Exercise – Without including any images, please transcribe all the lines below exactly.

Provided information –
□ □ □ □ □ □ □
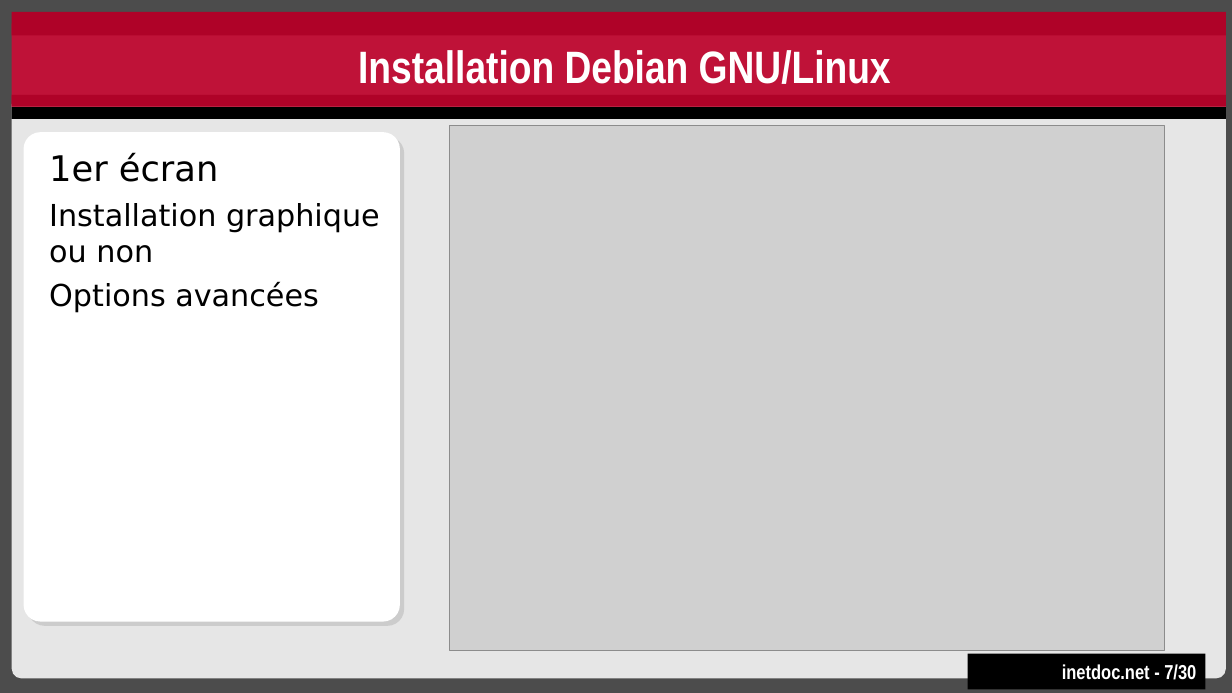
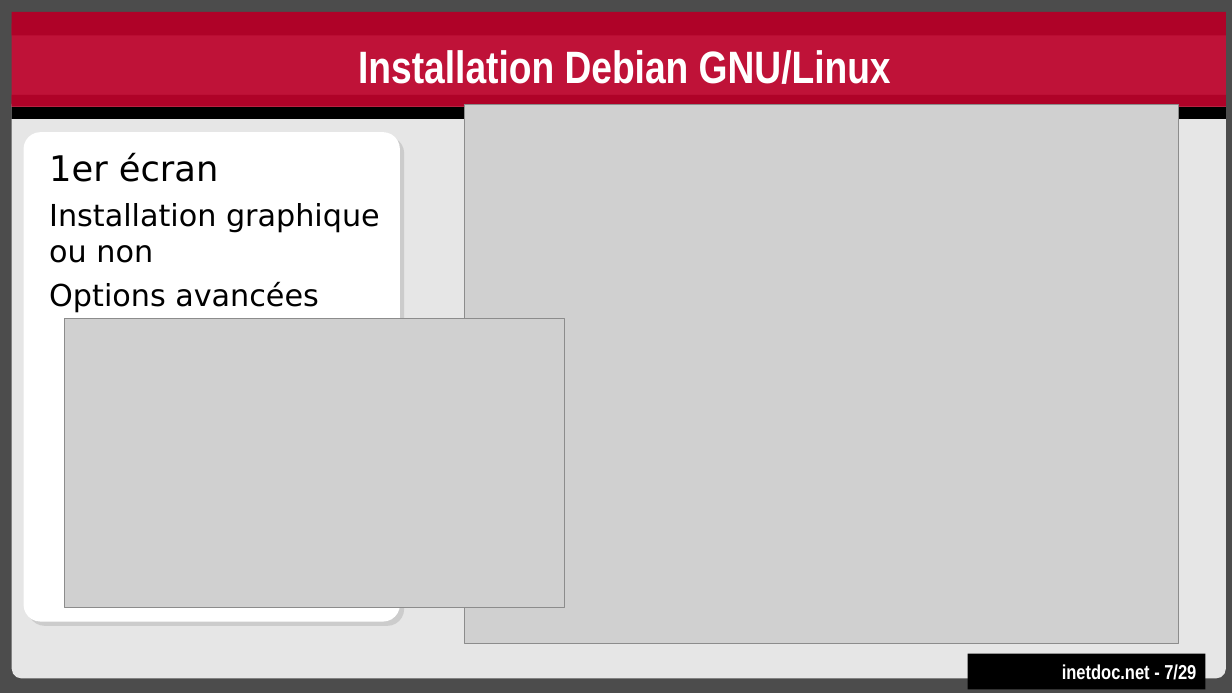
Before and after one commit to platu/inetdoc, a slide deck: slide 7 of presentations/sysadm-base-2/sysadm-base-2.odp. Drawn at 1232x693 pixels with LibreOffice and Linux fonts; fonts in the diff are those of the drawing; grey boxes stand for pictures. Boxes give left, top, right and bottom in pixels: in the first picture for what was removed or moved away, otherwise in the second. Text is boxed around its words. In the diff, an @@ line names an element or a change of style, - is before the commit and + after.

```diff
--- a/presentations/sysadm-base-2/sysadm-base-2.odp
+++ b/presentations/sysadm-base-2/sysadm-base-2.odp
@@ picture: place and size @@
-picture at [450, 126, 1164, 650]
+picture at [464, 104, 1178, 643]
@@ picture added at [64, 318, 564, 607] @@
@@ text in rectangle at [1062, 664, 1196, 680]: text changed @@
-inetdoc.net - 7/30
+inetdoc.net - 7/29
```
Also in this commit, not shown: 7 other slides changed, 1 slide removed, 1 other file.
□ □ □ □ □ □ □
Solution to the problem –
Before and after one commit to platu/inetdoc, a slide deck: slide 7 of presentations/sysadm-base-2/sysadm-base-2.odp. Drawn at 1232x693 pixels with LibreOffice and Linux fonts; fonts in the diff are those of the drawing; grey boxes stand for pictures. Boxes give left, top, right and bottom in pixels: in the first picture for what was removed or moved away, otherwise in the second. Text is boxed around its words. In the diff, an @@ line names an element or a change of style, - is before the commit and + after.

```diff
--- a/presentations/sysadm-base-2/sysadm-base-2.odp
+++ b/presentations/sysadm-base-2/sysadm-base-2.odp
@@ picture: place and size @@
-picture at [450, 126, 1164, 650]
+picture at [464, 104, 1178, 643]
@@ picture added at [64, 318, 564, 607] @@
@@ text in rectangle at [1062, 664, 1196, 680]: text changed @@
-inetdoc.net - 7/30
+inetdoc.net - 7/29
```
Also in this commit, not shown: 7 other slides changed, 1 slide removed, 1 other file.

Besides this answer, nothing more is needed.